Charles Howe (1661–1742) was an English devotional writer and courtier during the reigns of Charles II and James II of England and VII of Scotland.

==Life==
He born in Gloucestershire, the third son of John Grobham Howe of Langar, Nottinghamshire. John Grubham Howe (Jack Howe) was his brother. In youth Howe spent much time at Charles II's court. About 1686 he is said to have gone abroad with a relative who had been appointed ambassador by James II, but declined to accept the office permanently. On returning to England he married Elianor, only daughter and heiress of Sir William Pargiter, of Greatworth, Northamptonshire, and widow of Sir Henry Dering. She died on 25 July 1696, and was buried in Greatworth Church, where an inscription, composed by her husband, remains. After his wife's death in 1696, Howe lived in seclusion in the country, chiefly devoting himself to religious meditation.

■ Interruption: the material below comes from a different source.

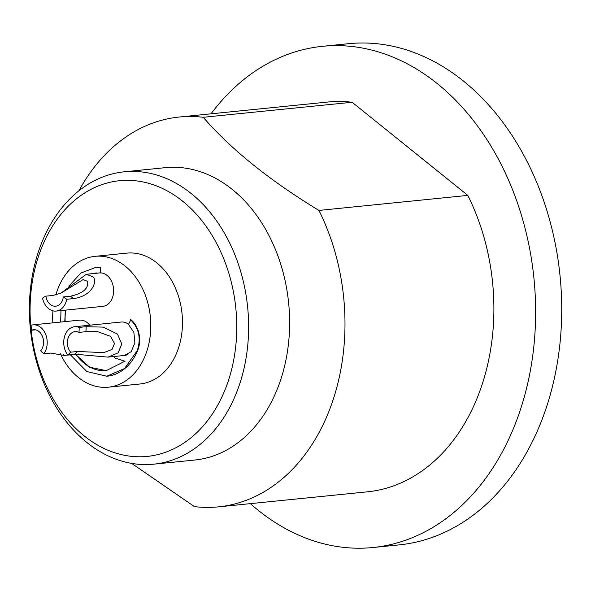 <?xml version="1.0" encoding="UTF-8"?>
<svg xmlns="http://www.w3.org/2000/svg" width="591" height="591" viewBox="0 0 591 591"><rect width="100%" height="100%" fill="white"/><g stroke="black" fill="none" stroke-linecap="round" stroke-linejoin="round"><path stroke-width="0.89" d="M60.371 353.64A65.764 48.868 -95.8 0 0 78.337 377.435A65.764 48.868 -95.8 0 0 108.345 387.186A65.764 48.868 -95.8 0 0 150.003 337.431A65.764 48.868 -95.8 0 0 125.144 266.068A65.764 48.868 -95.8 0 0 95.136 256.324A65.764 48.868 -95.8 0 0 55.827 294.961M52.954 310.829A65.764 48.868 -95.8 0 0 52.821 322.856M89.729 325.205A16.792 12.477 -95.8 0 0 87.246 322.642A16.792 12.477 -95.8 0 0 79.586 320.152L32.993 324.858A16.792 12.477 -95.8 0 0 31.146 325.235A32.18 23.913 -95.8 0 0 31.522 330.236A11.894 8.835 84.2 0 1 33.488 329.726A11.894 8.835 84.2 0 1 38.917 331.492A11.894 8.835 84.2 0 1 40.639 350.825A32.18 23.913 -95.8 0 0 43.786 353.78A16.792 12.477 -95.8 0 0 40.661 327.348A16.792 12.477 -95.8 0 0 32.993 324.858M107.968 357.119L74.54 354.157L67.618 354.859A32.18 23.913 -95.8 0 0 70.654 352.184L77.584 351.482L103.787 352.62L112.009 349.444L114.521 343.46L110.598 336.36L97.596 331.647L85.902 331.691A32.18 23.913 -95.8 0 0 86.079 326.712L103.189 327.111L117.483 334.048L121.761 344.065L118.126 352.857L107.968 357.119L124.531 355.45A16.792 12.477 -95.8 0 0 127.722 354.534M128.55 324.311A16.792 12.477 -95.8 0 0 121.155 322.036L74.569 326.742A16.792 12.477 -95.8 0 0 64.338 337.335A16.792 12.477 -95.8 0 0 67.618 354.859M56.211 311.073L102.797 306.367A16.792 12.477 -95.8 0 0 113.435 293.668A16.792 12.477 -95.8 0 0 107.082 275.443A16.792 12.477 -95.8 0 0 99.421 272.953L86.338 274.276L93.023 276.861C97.67 281.087 92.255 296.113 73.624 298.581L66.694 299.282A32.18 23.913 -95.8 0 0 63.281 296.948A11.894 8.835 84.2 0 1 55.717 306.197A11.894 8.835 84.2 0 1 50.287 304.439A11.894 8.835 84.2 0 1 45.847 296.165A32.18 23.913 -95.8 0 0 42.515 298.182A16.792 12.477 -95.8 0 0 48.543 308.583A16.792 12.477 -95.8 0 0 56.211 311.073A16.792 12.477 -95.8 0 0 66.694 299.282M106.306 370.653A49.112 36.494 84.2 0 1 75.847 354.282M65.158 321.607A49.112 36.494 84.2 0 1 65.69 310.112M92.639 273.64A49.112 36.494 84.2 0 1 96.377 272.931M92.307 273.67L100.773 272.776L100.669 267.198L95.823 267.361L80.76 273.101L68.837 286.266M122.559 355.649L124.147 355.627L131.18 351.689L134.896 342.832L133.869 332.423L128.498 324.444L130.862 319.665A22.532 16.74 84.2 0 1 137.614 350.633A54.712 40.653 84.2 0 1 107.185 376.194A54.712 40.653 84.2 0 1 107.001 376.216M96.008 267.346A54.712 40.653 84.2 0 1 96.193 267.324A54.712 40.653 84.2 0 1 100.669 267.198M124.332 355.605A16.932 12.581 84.2 0 1 122.921 355.612M95.136 256.324L126.814 253.125A65.764 48.868 84.2 0 1 156.829 262.869A65.764 48.868 84.2 0 1 181.681 334.233A65.764 48.868 84.2 0 1 140.023 383.987L108.345 387.186M42.582 245.435A138.53 102.93 84.2 0 1 182.722 201.265A138.53 102.93 84.2 0 1 224.255 391.678A138.53 102.93 84.2 0 1 84.114 435.848A138.53 102.93 84.2 0 1 42.582 245.435M42.67 240.441A146.923 109.172 84.2 0 1 124.25 171.811A146.923 109.172 84.2 0 1 229.212 242.111A146.923 109.172 84.2 0 1 235.351 395.542A146.923 109.172 84.2 0 1 153.771 464.171A146.923 109.172 84.2 0 1 48.802 393.872A146.923 109.172 84.2 0 1 42.67 240.441M153.771 464.171L194.764 460.034A146.923 109.172 84.2 0 0 276.344 391.405A146.923 109.172 -95.8 0 0 270.213 237.966A146.923 109.172 -95.8 0 0 165.251 167.674L124.25 171.811M352.125 102.265L203.238 117.291A195.902 145.563 -95.8 0 0 179.154 117.04L328.042 102.014A195.902 145.563 84.2 0 1 352.125 102.265L467.813 195.392L318.933 210.426A195.902 145.563 -95.8 0 1 327.288 415.355A195.902 145.563 84.2 0 1 218.507 506.856A195.902 145.563 84.2 0 1 194.432 506.613L131.704 463.403M322.42 46.327L348.505 43.69A251.869 187.148 -95.8 0 1 528.443 164.202A251.869 187.148 -95.8 0 1 538.955 427.234A251.869 187.148 84.2 0 1 399.102 544.887L373.017 547.517A251.869 187.148 84.2 0 0 512.87 429.864A251.869 187.148 -95.8 0 0 502.357 166.832A251.869 187.148 -95.8 0 0 322.42 46.327A251.869 187.148 -95.8 0 0 211.002 113.827M373.017 547.517A251.869 187.148 84.2 0 1 250.355 503.643M467.813 195.392A195.902 145.563 84.2 0 1 367.395 491.83L218.507 506.856M179.154 117.04A195.902 145.563 -95.8 0 0 78.906 190.79M318.933 210.426C269.651 180.462 231.081 149.42 203.238 117.291M70.654 352.184A11.894 8.835 84.2 0 1 67.714 339.552A11.894 8.835 84.2 0 1 75.064 331.61A11.894 8.835 84.2 0 1 78.972 332.386A32.18 23.913 -95.8 0 0 79.157 327.407A16.792 12.477 -95.8 0 0 74.569 326.742M85.902 331.691L78.972 332.386M43.786 353.78L50.715 353.078L64.256 355.45L63.141 354.659M73.624 298.581A32.18 23.913 -95.8 0 0 70.211 296.254C82.895 293.535 88.702 288.578 87.608 281.382L83.183 279.521L60.807 293.239L52.776 295.463L45.847 296.165M60.807 293.239L86.338 274.276M35.512 329.837L31.522 330.236M86.079 326.712L79.157 327.407M70.211 296.254L63.281 296.948M125.107 361.153L106.166 370.668L89.61 367.174L75.478 354.319M64.788 321.644L65.313 310.149M124.738 361.197L114.455 357.851L115.06 356.403M130.485 319.701C138.988 328.057 141.234 338.377 137.245 350.67L124.538 368.518L106.808 376.231L86.855 371.554L70.418 354.829M60.637 322.065L60.984 310.593M100.404 272.813L100.293 267.235M77.584 351.482A32.18 23.913 84.2 0 1 74.54 354.157M137.614 350.633L137.245 350.67M78.684 353.994L64.256 355.45M107.185 376.194L106.808 376.231M96.193 267.324L95.823 267.361"/></g></svg>

He died on 17 February 1742, and was buried in the same vault with his wife and children in Greatworth Church. A monument there was erected to his memory by his granddaughter, Leonora Bathurst.

==Works==
Devout Meditations, or, A Collection of Thoughts upon Religious and Philosophical Subjects was published in 1751, nine years after Howe's death. This work was written for his own use, and was first published, posthumously, as "by a Person of Honour", in 1751, together with Edward Young's commendations. The author's name was prefixed to the second edition in 1752. The work was included in John Wesley's Christian Library, 1819–27, vol. xxvi., and in John Jebb's Piety without Asceticism, 1837, pp. 255–404.

==Family==
Charles Howe was the brother of Scrope Howe, 1st Viscount Howe, John Grubham Howe and Emanuel Howe.

He had three sons and three daughters, all of whom predeceased their mother, with the exception of Leonora Maria, who became the wife of Peter Bathurst of Clarendon Park, Wiltshire.